### Work instruction
Copy nothing but the lines below running from the line containing "func get_input() ->" through the line containing "is_shooting = true", both end lines included.

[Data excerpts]
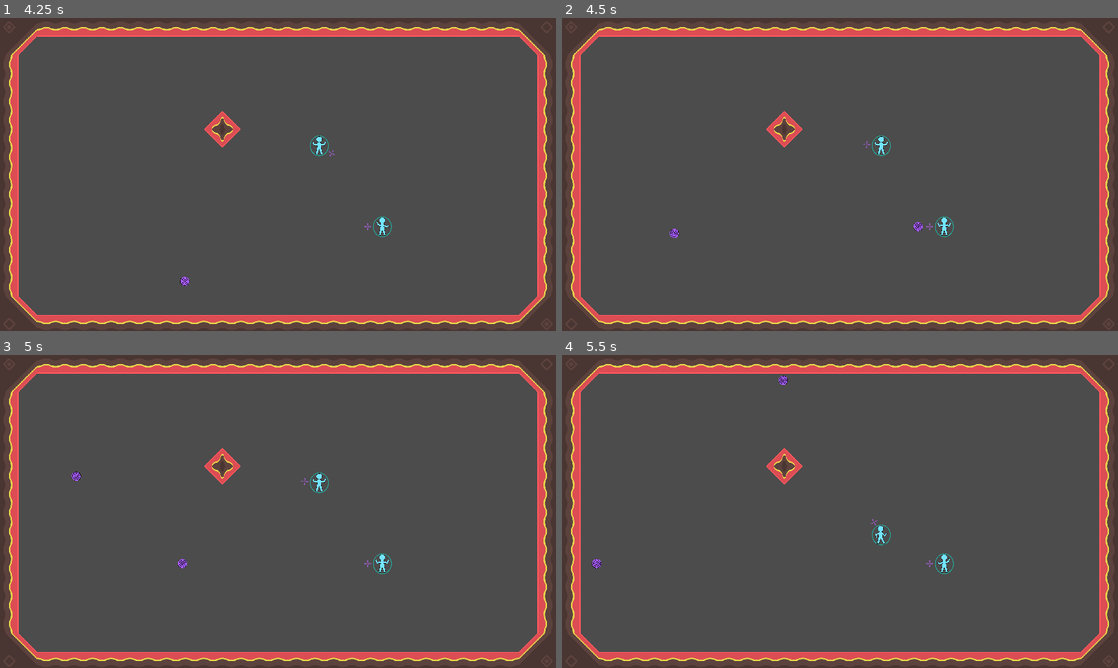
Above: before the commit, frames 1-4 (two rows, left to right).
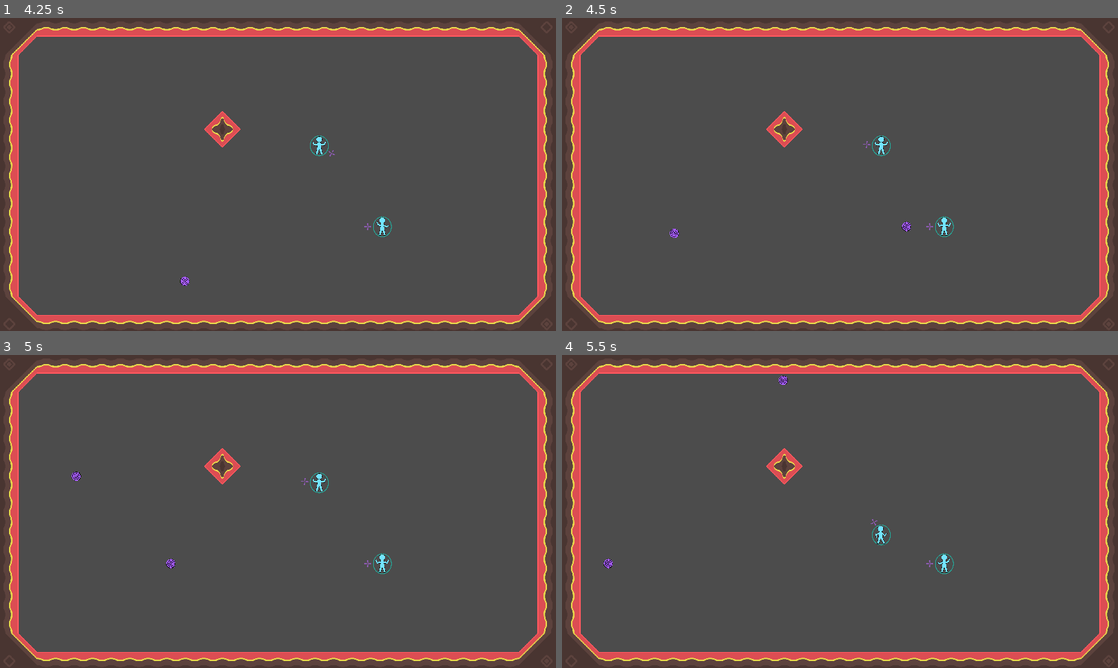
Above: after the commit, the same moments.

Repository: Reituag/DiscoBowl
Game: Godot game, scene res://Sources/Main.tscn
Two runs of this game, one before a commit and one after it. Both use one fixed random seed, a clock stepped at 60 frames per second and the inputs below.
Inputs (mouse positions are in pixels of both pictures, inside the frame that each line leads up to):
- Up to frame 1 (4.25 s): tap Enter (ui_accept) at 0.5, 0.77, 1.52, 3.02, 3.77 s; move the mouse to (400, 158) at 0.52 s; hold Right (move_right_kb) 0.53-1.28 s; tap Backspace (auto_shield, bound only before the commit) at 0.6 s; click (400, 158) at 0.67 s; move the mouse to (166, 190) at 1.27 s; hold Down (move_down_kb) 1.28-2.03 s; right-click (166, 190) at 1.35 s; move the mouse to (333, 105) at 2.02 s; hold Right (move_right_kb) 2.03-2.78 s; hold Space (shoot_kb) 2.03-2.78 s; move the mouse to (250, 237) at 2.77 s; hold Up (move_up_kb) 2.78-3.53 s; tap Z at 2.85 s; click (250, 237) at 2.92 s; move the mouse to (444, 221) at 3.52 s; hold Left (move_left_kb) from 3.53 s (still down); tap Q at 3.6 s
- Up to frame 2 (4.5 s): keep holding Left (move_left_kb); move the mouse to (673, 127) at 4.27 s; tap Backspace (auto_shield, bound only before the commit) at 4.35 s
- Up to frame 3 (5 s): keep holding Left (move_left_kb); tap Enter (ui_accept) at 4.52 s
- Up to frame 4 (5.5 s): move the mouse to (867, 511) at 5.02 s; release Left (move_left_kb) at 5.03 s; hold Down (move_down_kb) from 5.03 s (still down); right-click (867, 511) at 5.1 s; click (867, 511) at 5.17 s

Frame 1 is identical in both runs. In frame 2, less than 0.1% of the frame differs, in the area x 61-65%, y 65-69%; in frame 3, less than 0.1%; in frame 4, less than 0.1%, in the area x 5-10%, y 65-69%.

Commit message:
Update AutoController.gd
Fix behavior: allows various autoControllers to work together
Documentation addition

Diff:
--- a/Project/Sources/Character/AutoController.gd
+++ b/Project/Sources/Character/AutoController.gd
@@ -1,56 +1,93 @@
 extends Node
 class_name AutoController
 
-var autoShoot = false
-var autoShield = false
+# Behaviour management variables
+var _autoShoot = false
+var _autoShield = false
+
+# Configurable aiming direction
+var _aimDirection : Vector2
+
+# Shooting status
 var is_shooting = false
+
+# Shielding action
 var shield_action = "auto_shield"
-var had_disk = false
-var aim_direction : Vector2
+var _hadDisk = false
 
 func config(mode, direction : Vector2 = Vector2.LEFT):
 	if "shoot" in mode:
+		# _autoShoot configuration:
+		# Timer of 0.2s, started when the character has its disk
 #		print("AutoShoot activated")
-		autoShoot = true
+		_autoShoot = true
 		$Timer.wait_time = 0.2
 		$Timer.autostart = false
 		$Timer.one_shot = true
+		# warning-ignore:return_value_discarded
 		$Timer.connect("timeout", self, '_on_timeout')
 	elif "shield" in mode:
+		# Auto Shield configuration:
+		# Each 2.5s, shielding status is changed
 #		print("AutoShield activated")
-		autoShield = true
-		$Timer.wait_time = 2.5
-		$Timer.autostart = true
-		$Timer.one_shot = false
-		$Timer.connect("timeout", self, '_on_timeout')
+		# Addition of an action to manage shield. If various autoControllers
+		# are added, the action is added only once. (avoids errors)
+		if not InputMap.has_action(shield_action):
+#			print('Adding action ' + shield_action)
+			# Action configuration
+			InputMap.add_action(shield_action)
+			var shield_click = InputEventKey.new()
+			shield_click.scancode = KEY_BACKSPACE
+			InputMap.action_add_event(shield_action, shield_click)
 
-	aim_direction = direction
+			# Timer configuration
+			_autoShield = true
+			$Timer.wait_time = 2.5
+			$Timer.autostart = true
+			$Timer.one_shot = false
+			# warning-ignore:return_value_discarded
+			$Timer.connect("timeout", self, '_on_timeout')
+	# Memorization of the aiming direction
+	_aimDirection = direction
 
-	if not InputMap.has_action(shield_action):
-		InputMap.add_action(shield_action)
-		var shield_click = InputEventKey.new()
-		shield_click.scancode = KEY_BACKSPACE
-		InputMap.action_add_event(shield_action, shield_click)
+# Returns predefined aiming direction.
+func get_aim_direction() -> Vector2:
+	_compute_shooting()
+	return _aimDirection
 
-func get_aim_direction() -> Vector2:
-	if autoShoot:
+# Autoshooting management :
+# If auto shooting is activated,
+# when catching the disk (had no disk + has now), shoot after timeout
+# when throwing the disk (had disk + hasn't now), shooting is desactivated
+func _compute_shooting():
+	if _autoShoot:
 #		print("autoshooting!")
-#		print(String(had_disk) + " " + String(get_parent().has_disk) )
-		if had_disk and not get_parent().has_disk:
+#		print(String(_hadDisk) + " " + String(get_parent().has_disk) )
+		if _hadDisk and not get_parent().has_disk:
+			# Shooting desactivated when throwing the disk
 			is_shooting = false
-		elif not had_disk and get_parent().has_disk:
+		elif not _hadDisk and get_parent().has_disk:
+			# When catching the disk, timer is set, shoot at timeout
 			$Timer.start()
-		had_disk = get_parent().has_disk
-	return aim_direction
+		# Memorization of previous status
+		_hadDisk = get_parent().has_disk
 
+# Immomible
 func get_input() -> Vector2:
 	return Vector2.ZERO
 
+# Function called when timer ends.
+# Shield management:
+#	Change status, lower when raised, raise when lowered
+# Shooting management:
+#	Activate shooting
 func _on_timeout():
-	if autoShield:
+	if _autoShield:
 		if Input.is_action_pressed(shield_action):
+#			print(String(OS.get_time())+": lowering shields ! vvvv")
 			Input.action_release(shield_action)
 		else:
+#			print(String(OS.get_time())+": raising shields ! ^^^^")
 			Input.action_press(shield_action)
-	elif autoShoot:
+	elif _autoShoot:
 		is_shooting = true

--

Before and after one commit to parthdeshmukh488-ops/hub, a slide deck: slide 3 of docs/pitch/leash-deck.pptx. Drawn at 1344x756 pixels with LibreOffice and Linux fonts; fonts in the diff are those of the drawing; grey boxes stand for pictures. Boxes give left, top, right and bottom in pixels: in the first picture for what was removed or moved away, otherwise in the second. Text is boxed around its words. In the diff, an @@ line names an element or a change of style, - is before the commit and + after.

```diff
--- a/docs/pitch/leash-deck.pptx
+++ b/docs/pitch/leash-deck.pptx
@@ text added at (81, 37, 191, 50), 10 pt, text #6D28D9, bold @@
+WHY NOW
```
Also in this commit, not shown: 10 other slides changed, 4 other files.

--

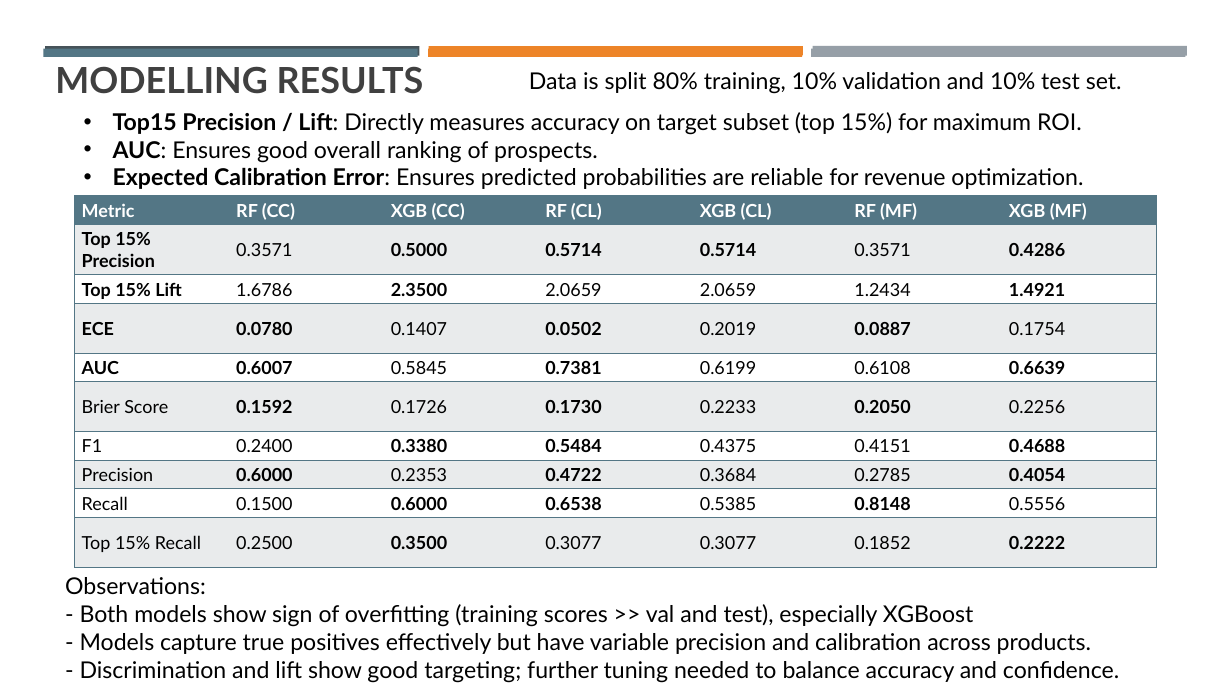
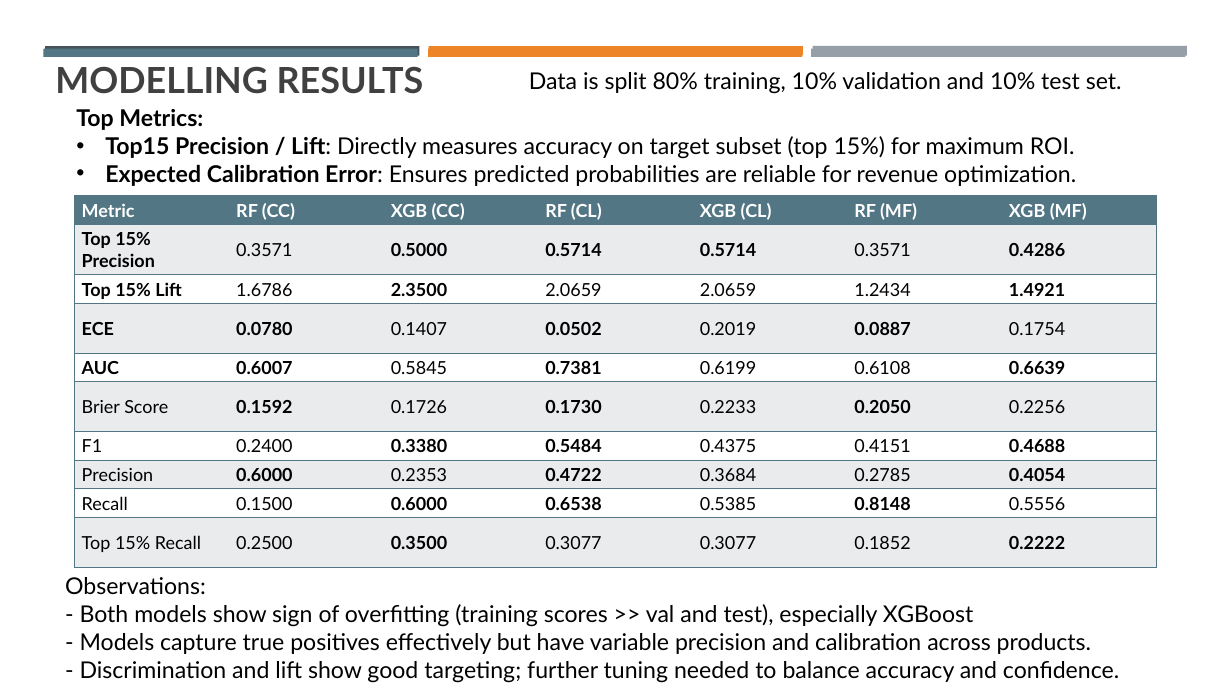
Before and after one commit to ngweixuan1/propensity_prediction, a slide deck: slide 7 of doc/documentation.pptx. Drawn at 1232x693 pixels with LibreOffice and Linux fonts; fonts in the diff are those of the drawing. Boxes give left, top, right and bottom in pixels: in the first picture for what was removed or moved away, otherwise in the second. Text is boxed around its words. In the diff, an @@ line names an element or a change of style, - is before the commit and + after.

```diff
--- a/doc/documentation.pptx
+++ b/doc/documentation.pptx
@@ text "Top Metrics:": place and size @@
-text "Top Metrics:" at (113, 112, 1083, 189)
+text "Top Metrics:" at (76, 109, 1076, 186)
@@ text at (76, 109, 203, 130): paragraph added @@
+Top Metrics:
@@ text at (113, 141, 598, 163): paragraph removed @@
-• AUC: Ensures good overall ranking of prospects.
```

### Exercise response
 func get_input() -> Vector2:
 	return Vector2.ZERO
 
+# Function called when timer ends.
+# Shield management:
+#	Change status, lower when raised, raise when lowered
+# Shooting management:
+#	Activate shooting
 func _on_timeout():
-	if autoShield:
+	if _autoShield:
 		if Input.is_action_pressed(shield_action):
+#			print(String(OS.get_time())+": lowering shields ! vvvv")
 			Input.action_release(shield_action)
 		else:
+#			print(String(OS.get_time())+": raising shields ! ^^^^")
 			Input.action_press(shield_action)
-	elif autoShoot:
+	elif _autoShoot:
 		is_shooting = true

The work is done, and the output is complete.